> -----Original Message-----
> From: Jay Blanchard [mailto:jblanchard@stripped]
> Sent: Friday, July 16, 2010 5:25 AM
> To: Michael Dykman; mysql
> Subject: RE: Why is MySQL always linked to Php?
> PHP applications are, for the most part, not that ambitious
> and mysql is simply the most accessible database with the best
> developed API.
> I know that you said "for the most part" and you are
> absolutely correct.
> I just want to point out that there are many corporations
> relying on PHP
> and MySQL to deliver robust, scalable and enterprise capable
> applications each and every day.
> I suppose that is part of the appeal - low barriers to entry with
> infinite possibilities.
Yeah, I took a bit of offense to that original statement too.
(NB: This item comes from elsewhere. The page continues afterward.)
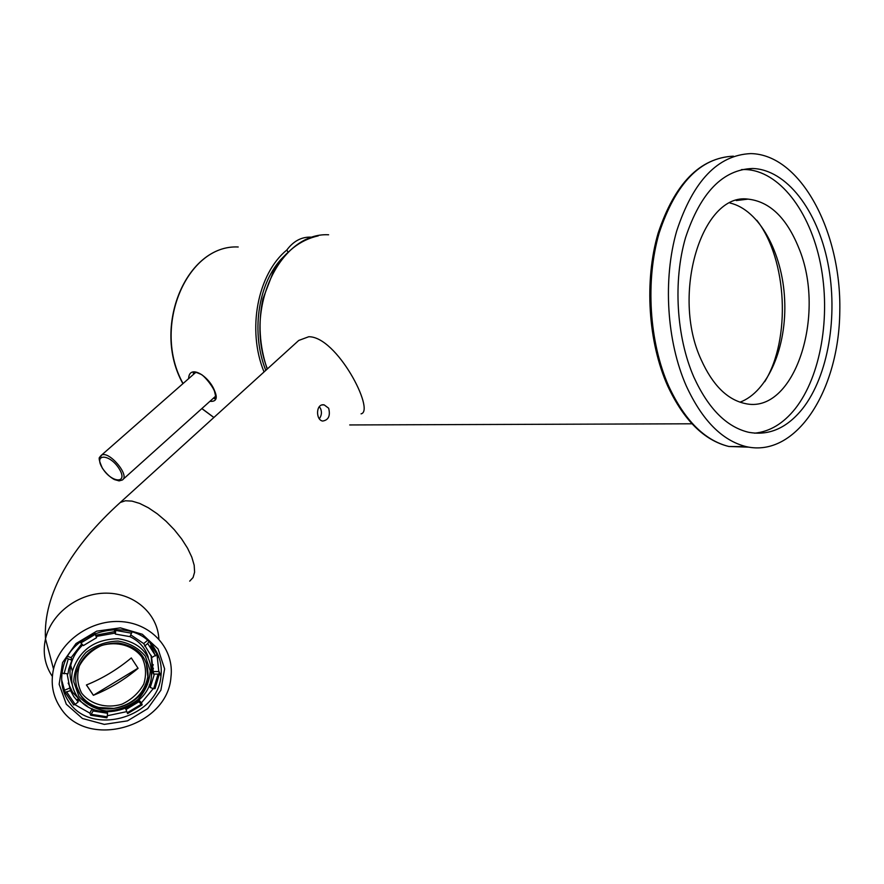 <?xml version="1.0" encoding="UTF-8"?>
<svg xmlns="http://www.w3.org/2000/svg" width="884" height="884" viewBox="0 0 884 884"><rect width="100%" height="100%" fill="white"/><g stroke="black" fill="none" stroke-linecap="round" stroke-linejoin="round"><path stroke-width="1.33" d="M61.67 679.984L65.062 692.283L70.565 690.658L73.803 696.625L78.179 701.885L75.162 704.426L66.83 692.183M151.44 656.072L153.219 671.553L158.788 671.575L157.032 654.735M158.788 671.575L159.496 673.343L158.059 674.094L153.706 688.713L154.987 688.481M138.843 700.095L141.473 702.769L153.297 688.57M141.473 702.769L142.169 704.802L141.318 704.25L127.263 712.758L125.959 709.554L138.854 701.763L141.318 704.25M107.307 715.742L126.799 711.62M74.897 704.625L89.903 713.167L90.665 715.233L93.096 710.979L92.466 708.902M87.66 706.438L77.427 699.255L78.179 701.885M80.411 700.537L72.576 692.26L68.178 683.1M151.065 655.265L152.435 670.879L151.573 675.277M64.433 690.249L69.825 688.05L70.565 690.658M69.825 688.05L67.129 673.84M62.046 673.144L68.002 673.851L68.709 669.221L71.88 660.171L71.14 657.652L81.737 643.872M80.09 642.104L83.416 645.574L96.61 637.662L95.781 635.209L114.489 631.64L115.362 634.071L129.926 636.635L132.081 631.872M130.788 634.889L143.694 643.596L151.993 657.398L157.02 654.48L150.048 643.055M153.219 671.553L154.092 675.089L150.225 687.498L149.263 684.989M138.401 700.504L138.854 701.763M125.616 708.559L125.959 709.554M107.152 712.029L107.55 713.278L93.096 710.979M72.168 684.315C69.858 678.304 69.383 672.017 70.742 665.464C72.499 657.652 76.51 650.812 82.787 644.944M96.201 636.447L115.019 633.11M129.904 636.624C139.274 641.121 145.396 648.06 148.269 657.431M80.643 695.255C76.146 688.426 74.72 680.846 76.355 672.525C82.643 653.21 96.555 643.342 118.069 642.922C138.733 646.491 148.711 657.994 148.004 677.409C145.296 707.741 96.29 721.012 80.643 695.255M127.263 712.758L127.583 713.399M153.706 688.713L150.225 687.498M154.203 674.083L158.059 674.094M148.788 641.795L147.683 643.519L155.661 655.906M144.667 646.049L147.683 643.519M143.694 643.596L147.374 640.513M115.771 629.275L115.727 630.414L131.605 633.22M115.362 634.071L115.727 630.414M114.489 631.64L114.71 629.286M80.842 642.966L95.251 634.336L94.864 633.375M95.251 634.336L96.61 637.662M95.019 633.32L95.781 635.209M64.024 673.84L68.256 658.911L66.886 658.171M68.256 658.911L71.88 660.171M67.814 656.492L71.14 657.652M64.974 692.172L73.571 704.78L75.162 704.426M89.903 713.167L92.091 708.736M106.787 717.62L107.196 716.814L91.439 714.327M107.55 713.278L107.196 716.814M146.247 662.293L147.816 676.934C144.026 694.172 132.722 704.67 113.914 708.404L98.798 707.476C90.964 705.277 84.864 701.034 80.499 694.769L76.753 686.868M141.805 657C133.119 645.552 117.263 640.933 101.627 645.464C91.737 650.06 84.323 656.889 79.361 665.961C76.554 675.608 77.328 684.691 81.704 693.211C90.643 704.515 106.467 708.802 121.826 704.239C131.517 699.675 138.832 692.946 143.772 684.061C146.645 674.569 145.993 665.553 141.805 657M131.307 657.939L138.092 668.337C124.136 679.984 109.229 688.967 93.373 695.299L86.422 684.967C102.301 678.592 117.263 669.575 131.307 657.939M93.373 695.299L137.992 668.194M86.466 684.945L93.317 695.133M153.783 647.508L154.004 648.414M153.418 668.315L152.534 671.122M62.068 682.658L61.747 681.641M154.722 648.867L155.076 649.862M188.612 378.65C189.143 363.611 209.121 376.054 214.646 390.96C217.818 398.375 216.237 401.833 209.906 401.325M193.22 373.159L196.535 372.484L201.22 374.407C203.453 375.402 211.143 383.778 214.337 390.794C217.519 402.485 213.917 397.015 214.458 398.717M214.447 398.706L215.497 397.8M276.548 266.062L275.985 265.653M287.035 253.222L280.56 259.83C257.609 285.543 251.067 333.588 265.797 370.352M194.668 372.551L194.248 373.711M312.737 237.277L311.091 237.144C301.632 236.757 293.543 241.034 286.847 249.973L288.04 252.227M286.847 249.973C257.531 273.885 246.78 329.887 264.04 371.943M68.543 701.344C62.211 691.763 60.267 681.144 62.709 669.475C69.792 628.767 135.672 614.877 154.976 649.265C160.126 657.464 162.103 666.437 160.943 676.216C157.772 717.952 90.367 736.803 68.543 701.344M66.311 704.228L59.151 684.271L62.576 662.58L75.991 643.563L96.699 631.154L120.412 627.861L142.324 634.27L158.059 648.955L164.623 668.901L160.888 690.172L147.672 708.648L127.528 720.847L104.312 724.383L82.466 718.504L66.311 704.228M319.345 418.751C321.677 415.48 322.041 412.01 320.461 408.342L319.257 406.739M328.66 408.22L328.66 408.22C330.528 415.823 328.528 420.099 322.649 421.049C315.555 420.011 315.721 403.181 324.185 404.883L328.66 408.22M62.189 685.431L64.444 690.282M157.794 657.32L156.645 652.094M361.07 413.856C375.424 410.938 336.892 336.351 308.737 336.738L298.737 340.451L294.792 344.031M60.466 707.752C52.753 696.15 50.443 683.255 53.526 669.077C59.891 640.966 91.593 619.054 121.959 621.673C152.391 623.938 174.468 649.552 170.955 677.122C167.617 727.134 86.864 750.273 60.466 707.752M740.007 402.187C767.997 391.822 786.992 346.661 784.649 299.643C782.517 252.625 759.146 209.652 730.018 203.033M701.255 359.91C670.68 294.781 701.973 192.579 747.986 199.121C769.533 201.453 786.406 217.597 798.617 247.531C827.059 314.538 794.252 415.546 744.792 403.469C727.123 399.524 712.614 385.004 701.255 359.91M754.593 433.182C769.854 431.657 783.379 423.513 795.18 408.751C820.871 376.164 831.004 316.273 820.474 263.697C809.998 211.154 779.135 170.502 745.079 169.529L741.521 169.595M693.796 376.971C708.206 408.474 726.416 426.906 748.45 432.243C768.87 436.044 786.915 428.188 802.595 408.662C828.253 375.954 838.375 315.842 827.866 263.056C817.413 210.315 786.594 169.485 752.571 168.49C722.836 169.529 700.493 192.59 685.531 237.685C672.934 280.979 676.348 336.948 693.796 376.971M686.205 385.767C702.106 420.287 722.106 440.575 746.218 446.641C796.075 458.056 839.038 390.739 839.8 311.312C841.524 232.006 800.816 154.435 750.803 153.595C717.896 155.043 693.189 180.855 676.68 231.033C662.779 279.256 666.735 341.467 686.205 385.767M756.803 220.271C787.412 259.509 791.114 339.312 764.715 381.711M154.435 653.519L150.656 645.817M61.692 680.558L62.665 685.067M159.463 673.663L155.009 688.614M156.313 652.757L154.114 647.983M80.079 700.183L77.129 696.448C72.134 688.857 70.565 680.459 72.411 671.221C79.394 649.972 94.732 639.132 118.412 638.701C141.142 642.635 152.136 655.276 151.418 676.625C148.689 710.283 94.798 725.09 77.306 696.669C72.234 689.034 70.609 680.547 72.411 671.221L70.742 665.464M78.908 696.305L73.781 681.84C74.112 671.022 78.19 661.232 85.991 652.447C95.549 645.243 106.235 641.452 118.069 641.066C129.473 643 138.567 648.071 145.374 656.26L150.192 670.713C149.694 681.387 145.606 691.012 137.915 699.598C128.567 706.681 118.069 710.482 106.4 710.99C95.074 709.255 85.903 704.36 78.908 696.305M100.268 456.409L101.284 455.348C108.456 449.746 130.523 475.702 122.29 480.023L119.075 480.896L114.423 479.57C110.235 477.382 106.235 473.614 102.411 468.277C96.058 453.868 100.953 458.52 101.284 455.348L195.695 372.44M102.533 468.31C92.986 453.249 109.76 453.525 119.207 468.829C128.644 484.056 111.727 483.272 102.533 468.31M182.922 383.656C151.286 327.533 186.369 244.327 238.216 246.99C186.679 244.238 151.573 327.334 183.065 383.534M201.883 408.53L213.895 417.469M117.671 504.841L120.279 502.466L125.384 500.775L131.981 501.106L139.76 503.46L148.335 507.77L157.264 513.803L166.104 521.284L174.38 529.814L181.651 538.953L187.563 548.213L191.795 557.13L194.182 565.23L194.602 572.147L193.077 577.528L189.706 581.142M52.244 676.293C44.797 665.033 42.554 652.547 45.504 638.856C51.294 613.231 78.786 592.744 106.743 593.153C134.722 593.33 157.65 613.927 158.866 638.977M153.297 664.746L152.755 665.785M63.549 687.973L62.51 687.188M746.218 446.641L728.869 446.486C704.139 440.409 683.741 420.243 667.696 385.988C648.082 342.152 644.138 280.847 658.116 233.21C674.68 183.574 699.774 157.893 733.411 156.17C700.437 157.661 675.685 183.264 659.166 232.978C645.254 280.747 649.232 342.329 668.735 386.197C684.658 420.375 704.703 440.464 728.869 446.486L748.715 447.16M328.616 234.779C280.14 232.083 243.575 308.483 267.388 368.904M154.092 675.089L152.435 670.879M127.639 713.609L142.125 704.846M73.781 705.001L65.062 692.283M106.942 717.808L90.665 715.233M123.009 479.382L215.773 396.065M201.817 408.596L213.862 417.502M322.351 404.916L324.185 404.883M160.943 676.216L158.855 671M53.526 669.077L45.504 638.856C42.874 594.236 71.902 546.224 120.279 502.466L298.737 340.451M736.25 200.569L747.986 199.121M752.571 168.49L745.079 169.529M276.924 265.642L272.813 270.449M349.71 424.95L691.995 423.79M318.273 235.851C299.974 239.929 285.057 251.708 273.543 271.178L262.946 298.792C258.006 322.605 259.421 346.031 267.189 369.092"/></g></svg>

I work for Panasonic Avionics, and we have no less than 12 servers here
running LAMP boxes in my department alone. They are in master/slave pairs.
We have almost 100GB of data with about 1 BILLION rows. Everytime an
aircraft lands, we get an offload about the (IFE) In Flight Entertainment
system. What movies are watched, for how long, what games were played, what
level reached, did the system reboot, was it commanded to reboot, all sorts
of things. We get about an offload per minute or so 24/7. These servers are
reliable and the SaaS we sell along with the IFE costs MILLIONS of dollars
per airline. The GUI is all PHP with some Python as the backend to parse
the offloads. We run Ubuntu 8.04LTS.
When I founded WildTangent, everything there was LAMP boxes. All the games
checked into a LAMP server. All the backend tools we created were LAMP.
They switched to IIS I believe a few years ago because I can only assume
that Alex St. John (the creator of DirectX) is a Microsoft guy, and our
game technology is based upon Microsoft tech, so it probably didn't look so
good to be running Linux for them. ;-)
At Lockdown Networks, we sold $50k rack mount units that were all LAMP
based with Ruby backends. These units secured many of the worlds networks
from banks to nuclear reactors to colleges to government/military agencies.
In all cases, we could have spent thousands to millions on Oracle servers
or used the free alternatives like Postgress. We researched and CHOSE to
use mySQL -- even paying the licensing fees at Lockdown over porting to
Postgress (which we seriously looked into)
So, I think someone needs to recognize that mySQL and PHP are extremely
powerful and robust tools and are used in VERY ambitious projects. ;-)
There are only 11 types of people in this world. Those that think binary
jokes are funny, those that don't, and those that don't know binary.